# ISO hard cheese substitute



## jankey (Oct 14, 2010)

I love parm cheese, but DH hates it.  What is a hard cheese I substitute for him?
Thanks.


----------



## GB (Oct 14, 2010)

That depends on what you will be using it for.


----------



## jankey (Oct 14, 2010)

mostly for grating over pasta - also would like to make the little baskets as from melted  parm.


----------



## GB (Oct 14, 2010)

You could try Pecorino, Asiago, Romano, or even Manchego to name a few. Depending on why DH hates parm though he may not like these either. Are there other hard aged cheeses he does like?


----------



## jennyema (Oct 14, 2010)

GB said:


> Depending on why DH hates parm though he may not like these either.


 
Exactly.

What does he hate about it?  The taste?

Aged gouda, aged provolone can be grated.  So can a wide variety of peccorinos and Pave Vecchio.

If you have a good cheese store around there will be a variety of aged cheeses that you could taste.


----------



## jankey (Oct 14, 2010)

He says he doesn't like the smell of parm - he like extra sharp white cheddar, also blue, feta even tho soft.


----------



## 4meandthem (Oct 14, 2010)

Try a Dry aged jack.Just as hard and a lot less sharp.
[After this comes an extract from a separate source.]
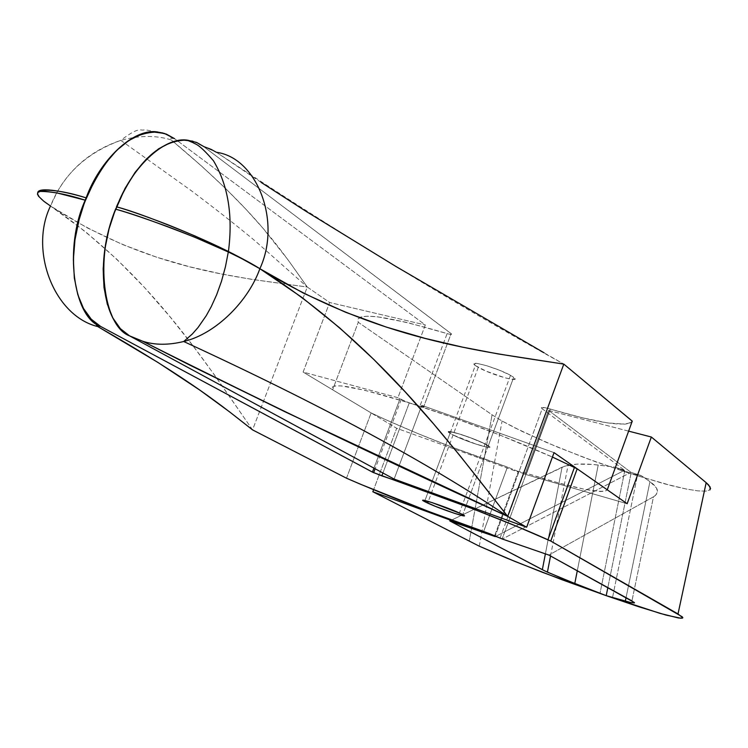 <?xml version="1.0" encoding="UTF-8"?>
<svg xmlns="http://www.w3.org/2000/svg" width="748" height="748" viewBox="0 0 748 748"><rect width="100%" height="100%" fill="white"/><g stroke="black" fill="none" stroke-linecap="round" stroke-linejoin="round"><path stroke-width="0.56" stroke-dasharray="3.74 2.81" d="M475.326 365.548L478.281 367.38C491.314 374.851 522.553 383.668 513.68 377.319L488.313 445.733C497.467 451.399 466.369 441.881 453.073 434.99L450.044 433.316L475.326 365.548L473.886 363.846L477.523 363.481L486.957 365.809L498.972 370.054L509.425 374.748L513.68 377.319L514.979 378.965L513.147 379.46L505.33 377.936L486.172 371.167L475.326 365.548L450.044 433.316L448.491 431.886L454.588 432.531L469.333 437.309L483.947 443.386L489.706 447.117L486.004 446.986L472.839 443.068L457.542 437.094L450.044 433.316C440.301 427.501 471.324 436.851 485.059 443.929L488.313 445.733L513.68 377.319L510.51 375.328C497.055 367.67 465.873 359.059 475.326 365.548M261.183 182.428L216.415 152.302L203.737 146.627L451.521 333.963L451.053 334.44L448.37 333.945L407.417 322.547L377.834 316.862L367.773 316.17L361.125 316.89L357.974 318.966L358.273 322.295L492.072 414.813L501.786 420.844L521.973 431.344L556.54 446.706L595.501 461.75L630.957 473.708L614.37 467.023L624.543 470.277L495.251 536.587L624.543 470.277L542.197 408.754L495.307 535.886L542.197 408.754L541.318 407.669L545.647 407.828L581.944 417.693L607.554 422.91L624.935 424.163L629.947 423.19L632.247 421.171M550.537 555.979L568.069 465.256L562.066 467.191L545.385 553.866L562.066 467.191L449.8 520.917L564.936 466.079L576.867 464.134L592.5 464.433L614.37 467.023L624.543 470.277L542.197 408.754C539.991 406.8 542.683 406.893 550.285 409.053C599.176 423.433 626.506 427.454 632.266 421.124M216.415 152.302C339.601 233.741 455.401 304.343 563.814 364.108L544.058 352.785M192.834 141.166L203.737 146.627L451.119 333.599L423.751 406.603L421.769 405.332L394.121 479.057L421.769 405.332L424.303 407.136L364.239 390.119L341.303 385.903L334.917 385.884L332.037 387.212L332.626 389.801L396.692 428.295L518.14 472.007L518.383 471.324L522.347 472.1L558.092 482.769L583.412 489.033L600.401 491.511L605.188 491.202L607.264 489.818C602.205 494.185 575.315 488.696 526.592 473.353L550.285 409.053L526.592 473.353C519.757 471.24 516.943 470.791 518.14 472.007L396.692 428.295L373.607 489.725L396.692 428.295L332.626 389.801C328.587 381.162 357.666 386.641 419.862 406.248L447.117 333.589C384.724 315.198 355.113 311.439 358.273 322.295L332.626 389.801L358.273 322.295L492.072 414.813L502.076 421.012L514.577 427.697L547.293 442.816L585.619 458.122L624.571 471.661L599.971 593.482L624.571 471.661L630.957 473.708L607.844 587.61L630.957 473.708L664.121 483.722L686.355 489.042L697.716 490.856L705.729 491.165L709.974 489.893L710.591 488.659M554.044 452.643L421.769 405.332L554.044 452.643M494.671 535.633L518.14 472.007L494.671 535.633M469.23 541.328L492.072 414.813L469.23 541.328M423.751 406.603C425.023 407.567 423.723 407.445 419.862 406.248L447.117 333.589C451.007 334.702 452.334 334.711 451.119 333.599L423.751 406.603M568.069 465.256C575.988 463.648 586.03 463.573 598.213 465.032L577.297 570.752L598.213 465.032L614.37 467.023L637.361 475.756L612.462 597.839L637.361 475.756L672.134 485.817L686.355 489.042L697.716 490.856L705.729 491.165L709.974 489.893M203.737 146.627L195.705 142.12L186.822 140.1M204.045 146.711L196.238 142.288L187.122 140.185M488.313 445.733L462.75 514.633L488.313 445.733L489.706 447.117L486.004 446.986L476.682 444.368L453.073 434.99C466.369 441.881 497.467 451.399 488.313 445.733L485.059 443.929C471.324 436.851 440.301 427.501 450.044 433.316L448.491 431.886L450.072 431.605L461.357 434.541L477.28 440.422L488.313 445.733M424.967 500.524L450.044 433.316L424.967 500.524M630.966 472.334L549.303 410.97L502.16 538.934L549.303 410.97L630.966 472.334L641.223 475.616L630.957 473.708L607.844 587.61L630.957 473.708L641.223 475.616L649.947 481.619L656.52 488.033L657.464 491.969L655.529 495.372L653.49 496.803L548.882 555.072L653.49 496.803L631.938 600.915L653.49 496.803C659.764 492.857 658.586 487.799 649.947 481.619L641.223 475.616L630.966 472.334L502.319 539.018L630.966 472.334M628.619 431.138L548.508 410.428L549.303 410.97L548.508 410.428L524.993 474.251L627.151 503.713L524.993 474.251L507.443 467.07L524.993 474.251L548.508 410.428L628.619 431.138M40.635 190.301L38.185 191.647L37.681 193.582L39.644 197.154L43.702 201.053L50.499 206.018L87.105 227.785L122.579 244.54L156.828 257.256L189.758 266.812L221.324 273.946L251.459 279.313L307.288 287.045L329.672 302.519L425.313 324.969L329.672 302.519L303.118 372.074L397.936 397.702L425.313 324.969L174.527 138.632L425.313 324.969L397.936 397.702L399.956 398.993L373.935 468.136L399.956 398.993L409.287 402.854C459.637 418.983 507.35 437.047 552.417 457.056L500.197 435.177L453.765 417.805L406.613 401.947L397.936 397.702L303.118 372.074L371.13 412.933L385.089 419.432L417.113 433.26L452.68 447.379L507.443 467.07L483.638 531.501L507.443 467.07C455.794 449.473 410.353 431.428 371.13 412.933L303.118 372.074L329.672 302.519L307.288 287.045L252.544 429.876L214.489 374.991L193.283 346.193L170.198 317.002L144.841 287.858L116.791 259.257L85.534 231.758L50.499 206.018C41.308 200.473 37.185 195.883 38.111 192.236M409.287 402.854L382.929 472.998L409.287 402.854M346.492 478.196L371.13 412.933L346.492 478.196M174.527 138.632L170.245 138.184L171.227 139.913L201.24 165.738L225.849 188.739L246.017 209.328L262.623 227.841L288.064 259.883L307.288 287.045L252.544 429.876C204.307 360.545 148.543 272.609 50.499 206.018C62.963 174.78 86.394 152.891 120.783 140.362C92.294 150.011 70.938 167.515 56.736 192.872L50.499 206.018C28.957 250.131 53.912 315.937 97.81 326.586M626.048 597.661L649.947 481.619L626.048 597.661M163.083 133.041L174.228 138.548L166.673 134.275L157.94 132.059M174.228 138.548C169.955 137.604 168.954 138.062 171.227 139.913C156.108 135.182 139.296 135.332 120.783 140.362C139.296 135.332 156.108 135.182 171.227 139.913C257.91 212.31 282.987 252.899 307.288 287.045C236.929 277.125 149.656 270.15 50.499 206.018M478.281 367.38L428.295 501.412M510.51 375.328L459.422 513.006M479.272 546.18L502.076 421.012M500.103 537.934L523.796 473.624M401.143 399.647L375.131 468.781M157.015 131.966L144.794 129.722C139.932 131.508 140.465 125.355 120.783 140.362L191.423 190.777C215.807 209.15 237.079 225.896 255.236 241.015L307.288 287.045"/><path stroke-width="1.12" d="M682.363 618.157L678.501 617.988L660.035 613.379L606.207 595.66L638.521 606.675L665.87 615.034L680.914 618.259L682.812 617.68L682.251 616.81L550.752 541.056L516.064 526.078L472.904 508.855L373.14 472.465L100.671 326.465L96.557 325.474L97.81 326.586L158.137 362.565L199.847 390.129L229.58 411.877L252.544 429.876L346.492 478.196L360.648 484.302L428.791 511.492L489.257 533.53L502.319 539.018L548.882 555.072L631.938 600.915L634.454 602.897L630.854 602.579L606.207 595.66L607.844 587.61L606.207 595.66L542.609 572.379L506.957 558.176L478.982 546.049L372.841 491.745L373.607 489.725L372.841 491.745L495.083 536.494L495.307 535.886L495.251 536.587L372.841 491.745L478.982 546.049L515.335 561.608L561.841 579.681L606.207 595.66L564.385 579.382L544.731 570.892L449.8 520.917L495.251 536.587L449.8 520.917L542.347 569.686L545.385 553.866L542.347 569.686L547.414 572.155L550.537 555.979M632.247 421.171L563.814 364.108L507.686 516.391L460.001 455.719L433.588 423.92L405.005 391.681L373.841 359.489L339.639 327.848L301.846 297.367L259.865 268.71L303.464 293.151L345.576 312.253L386.127 327.026L425.06 338.377L462.329 347.1L497.897 353.888L563.814 364.108L507.686 516.391L526.639 527.237L554.044 452.643L607.264 489.818L632.266 421.124L563.814 364.108C480.627 351.074 378.114 340.443 259.865 268.71C254.133 264.97 243.652 259.229 228.402 251.487L195.275 236.097C158.632 220.772 132.471 211.048 116.791 206.906L115.865 209.234C131.554 213.376 157.875 222.726 194.817 237.266L228.224 251.954C243.586 259.378 254.133 264.97 259.865 268.71C281.846 221.23 256.891 157.688 216.415 152.302L211.17 149.385L204.045 146.711L196.631 142.457L188.038 140.278C164.121 135.762 130.433 168.992 116.791 206.906L115.557 209.141L116.791 206.906C127.908 210.01 144.785 215.901 167.421 224.568C193.452 234.984 215.611 244.876 233.909 254.264L259.865 268.71C254.759 265.418 246.064 260.715 233.778 254.619C215.331 245.625 192.984 236.181 166.739 226.298C143.943 218.033 126.992 212.339 115.865 209.234L125 188.459L135.173 172.255L146.533 158.866L158.585 148.824L170.815 142.494L182.718 140.035L192.834 141.166M544.058 352.785L395.692 266.335L306.203 211.432L261.183 182.428M216.415 152.302C256.891 157.688 281.846 221.23 259.865 268.71C248.738 300.163 216.827 333.561 183.699 341.509C168.244 345.258 154.546 345.155 142.606 341.2L129.928 336.002L142.606 341.2C154.546 345.155 168.244 345.258 183.699 341.509C319.892 404.275 427.884 462.573 507.686 516.391L285.25 411.896L190.244 365.342L142.606 341.2C273.431 406.847 395.122 465.237 507.686 516.391L526.639 527.237L394.121 479.057L129.628 335.908L120.409 328.699L112.845 317.956L107.273 304.043L103.991 287.466L103.159 268.887L104.87 249.065L109.058 228.851L115.557 209.141C94.136 261.426 102.083 322.856 129.628 335.908L394.121 479.057L526.639 527.237L554.044 452.643L607.264 489.818L632.266 421.124M129.928 336.002L129.928 336.002C103.261 327.026 94.351 256.826 115.865 209.234C94.351 256.826 103.261 327.026 129.928 336.002M494.484 536.148L494.671 535.633L494.484 536.148M634.482 602.823L630.854 602.579L606.207 595.66L607.844 587.61L606.207 595.66L574.782 583.496L577.297 570.752L574.782 583.496L547.414 572.155M116.473 206.813L116.791 206.906C130.264 169.562 163.232 136.482 187.122 140.185L186.822 140.1C159.418 140.372 135.968 162.606 116.473 206.813M228.402 251.487L225.429 266.821L221.52 281.183L216.658 294.74L211.282 306.596L206.205 315.768L197.977 327.596L192.264 334.066L183.699 341.509C216.827 333.561 248.738 300.163 259.865 268.71C376.973 342.967 447.182 439.59 507.686 516.391M462.75 514.633C472.212 519.598 441.255 509.369 427.678 503.077L424.584 501.571L424.967 500.524L424.584 501.571L423.265 500.253L431.979 502.563L460.861 513.68L463.9 515.335L463.825 515.868L454.99 513.493L435.775 506.49L424.584 501.571C414.542 496.429 445.406 506.536 459.422 513.006L462.75 514.633M710.591 488.659L708.702 485.05L706.168 482.675L651.349 437.019L628.619 431.138L651.349 437.019L627.151 503.713L577.185 468.809L550.752 541.056L678.015 613.949L706.168 482.675L651.349 437.019L627.151 503.713L577.185 468.809L552.417 457.056L577.185 468.809L550.752 541.056L547.938 539.775L574.427 467.425M547.938 539.775C508.939 522.076 436.215 494.063 381.845 475.878L382.929 472.998L381.845 475.878L372.439 472.11L100.671 326.465L91.265 319.228L83.524 308.494L77.783 294.609L74.333 278.097L73.369 259.612L74.959 239.912L79.073 219.837L85.216 200.184C63.73 247.364 73.257 317.246 100.372 326.362C96.193 325.1 95.333 325.174 97.81 326.586C192.675 380.966 223.54 407.221 252.544 429.876L346.492 478.196C386.305 495.522 432.026 513.287 483.638 531.501L502.319 539.018L548.882 555.072L634.304 602.486M372.439 472.11L373.935 468.136L372.439 472.11M38.111 192.236L40.186 191.423C52.005 191.441 67.011 194.358 85.216 200.184C63.73 247.364 73.257 317.246 100.372 326.362L100.671 326.465C72.64 313.281 64.178 252.132 85.524 200.268L94.959 179.763L105.159 163.709L116.585 150.47L128.74 140.559L141.101 134.322L153.153 131.957L164.438 133.443L174.527 138.632L166.346 134.107L157.314 132.05C129.516 132.153 105.898 154.125 86.441 197.968L85.216 200.184L86.132 197.874C67.928 192.068 52.762 189.543 40.635 190.301M97.81 326.586C53.912 315.937 28.957 250.131 50.499 206.018L43.655 201.128L38.55 196.257L37.456 194.134L37.858 192.46L40.186 191.423L44.469 191.208L56.801 192.891L85.216 200.184L86.132 197.874C99.54 160.829 132.742 128.132 157.015 131.966L163.083 133.041M709.974 489.893L710.17 487.041L706.168 482.675L678.015 613.949L682.812 617.792M625.328 601.14L626.048 597.661L625.328 601.14M157.94 132.059C133.63 127.422 99.699 160.268 86.132 197.874C68.246 192.292 38.55 186.102 37.69 192.675M187.122 140.185L193.283 142.765C195.153 144.411 197.743 142.438 213.451 160.755C228.093 185.102 233.086 215.359 228.43 251.515M427.678 503.077L428.295 501.412M375.131 468.781L373.654 472.708"/></g></svg>

There are also a couple of mexican cheeses like cotija and enchilado that are semi-hard and crumble good but I don't think they would work for baskest.The cotija is like feta but not tangy and is saltier.the Enchilado is like cotija that has a chili rub on the outside.


----------



## kadesma (Oct 14, 2010)

jankey said:


> He says he doesn't like the smell of parm - he like extra sharp white cheddar, also blue, feta even tho soft.


You might try grating some dry Monterey Jack. It is good on pasta
Give it a try and see.
kadesam


----------



## jet (Oct 14, 2010)

I frequently use chevre where other people would use PR.


----------



## jankey (Oct 14, 2010)

Thanks all - I love this place - will try all the suggestions.
Jan


----------